You can probably come up with a proper formula, but you do actually need to put some effort into it to get it right.
Of course there's the generic Bonferroni correction where you just divide the significance threshold by the number of tests, but you'll end up with a lot more false negatives (where you just miss the result entirely), and if you want to keep running the test for arbitrary lengths of time it becomes even more difficult (you'll need to keep lowering the threshold). Then again this does give strong guarantees and might work well enough if you don't check the results often.
Basically to get the best results you'll need to balance the false negative rate against the false positive rate and the expected length of the test, which is a rather complicated trade off. But I expect someone will have done at least some of the calculations for simple A/B testing.

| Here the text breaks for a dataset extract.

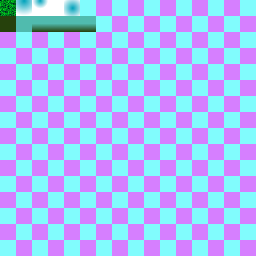
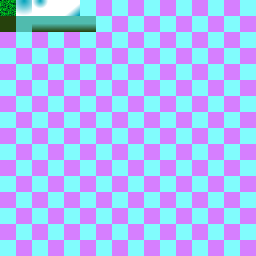
Two versions of the same layered image (256px x 256px). Layer-by-layer changes:
painted on "texture" over bbox(64, 0, 80, 16)

It is a problem. You are "spending" some of your error "budget" whenever you peek prior to an endpoint. This is why if you're going to do interim analyses in clinical trials, you have to include it in the design.
People got tired of trialists playing games with statistics and patients dying or ineffective drugs making it to market. Now if you want to run a trial as evidence for approval, you need to specify an endpoint, how it will be tested, when, with what alpha (false positive) threshold, and what's the minimum effect size required for this.
If you are doing interim analysis, futility, or non-inferiority, you have to write that into the design, too.
People can jerk around with subgroup analyses in publications but the FDA won't accept that sort of horse shit for actual approval. And thank heavens for that.
He ran some simulated A/B tests using my Bayesian A/B testing technique (which is now powering VWO). He showed that while peeking does ensure that loss < specified threshold, if you don't peek the loss will be even lower.
So although peeking is still valid, that validity does come at a cost.
In a world with rational actors and free computation, there shouldn't ever be a penalty for having more information about reality. Therefore, the only reason not to peek is that actors are irrational and/or computation is expensive.
Honestly, if the first 100 patients die into a 1,000-patient clinical trial, I have zero qualms about making the judgment to stop early, even if it wasn't written into the design. I'm not going to kill 900 people by religiously following bad statistical principles.
I think we should be open-minded and understand that sometimes peeking is ok and sometimes it isn't.
When the effect is large, you can end earlier. There's no reason to cling to a formula and procedure that requires a fixed number of samples when other methods exist that lack that drawback.
These comments generally read to me along the lines of:
"It's totally reasonable to roll your own cryptography, as long as you're an expert in the field and do it correctly".
The rules of "Don't Stop And Peek" is general advice that is given out because the vast majority of people that conduct these kinds of trials are not statisticians, and will not do the math. Those that attempt the math will likely do the math wrong.
So, you're totally correct that if you know exactly what you're doing as a statistician and apply the math correctly, it can be possible to peek at results while still drawing a conclusion. This ignores the fact that, for most humans who are receiving the advice, this is terrible advice.
So, general rule: "Don't Stop and Peek". Advanced rule: "Unless you are a trained statistician, Don't Stop and Peek".
There's no problem with aborting a test early, for whatever reason. However that doesn't mean you can still draw conclusions from such a test. If you plan to do a trial with 1,000 patients and you stop midway because you've reached statistical significance you run a big risk of claiming a treatment works when it doesn't.
Similarly, every test you do has a small probability to give a false positive, the more test you do the bigger the total chance that you'll be jumping to conclusions.
Also, the size of the effect is irrelevant since that should already be accounted for by whatever test you do.
Any Bayesian analysis should still be valid, despite stopping conditions. You can still draw conclusions from an aborted test. You just have to use valid formulas, and not formulas that assume incorrect counterfactual scenarios. I think it's dogmatic to say stopping is bad and you can't do analysis. In my mind, you totally can. It just needs to be the appropriate analysis.
Anyway, I don't even think false positives are the right way to think about this. The framing should be continuous, not binary. The goal is to maximize success, not maximize the odds of picking the better of A or B.
A Bayesian analysis tells you Bayesian things: specifically, this is the most reasonable conclusion one can draw from this data, right now. A frequentist analysis also tells you things, but they are different things. Specifically, frequentists are concerned with...frequencies: if we were to run this procedure many times, here's what we can say about the possible outcomes.
There's this persistent meme that all Bayesian methods protect you from multiple comparisons/multiple looks problems. That's not really true. Bayesian methods don't offer any Type I/Type II error control--and why would they, when the notion of these errors doesn't make much sense in a Bayesian framework?
You can certainly use Bayesian methods to estimate a parameter's value. However this you cannot repeatedly test your estimates--Bayesian or otherwise--in a NHST-like framework and expect things to work out correctly.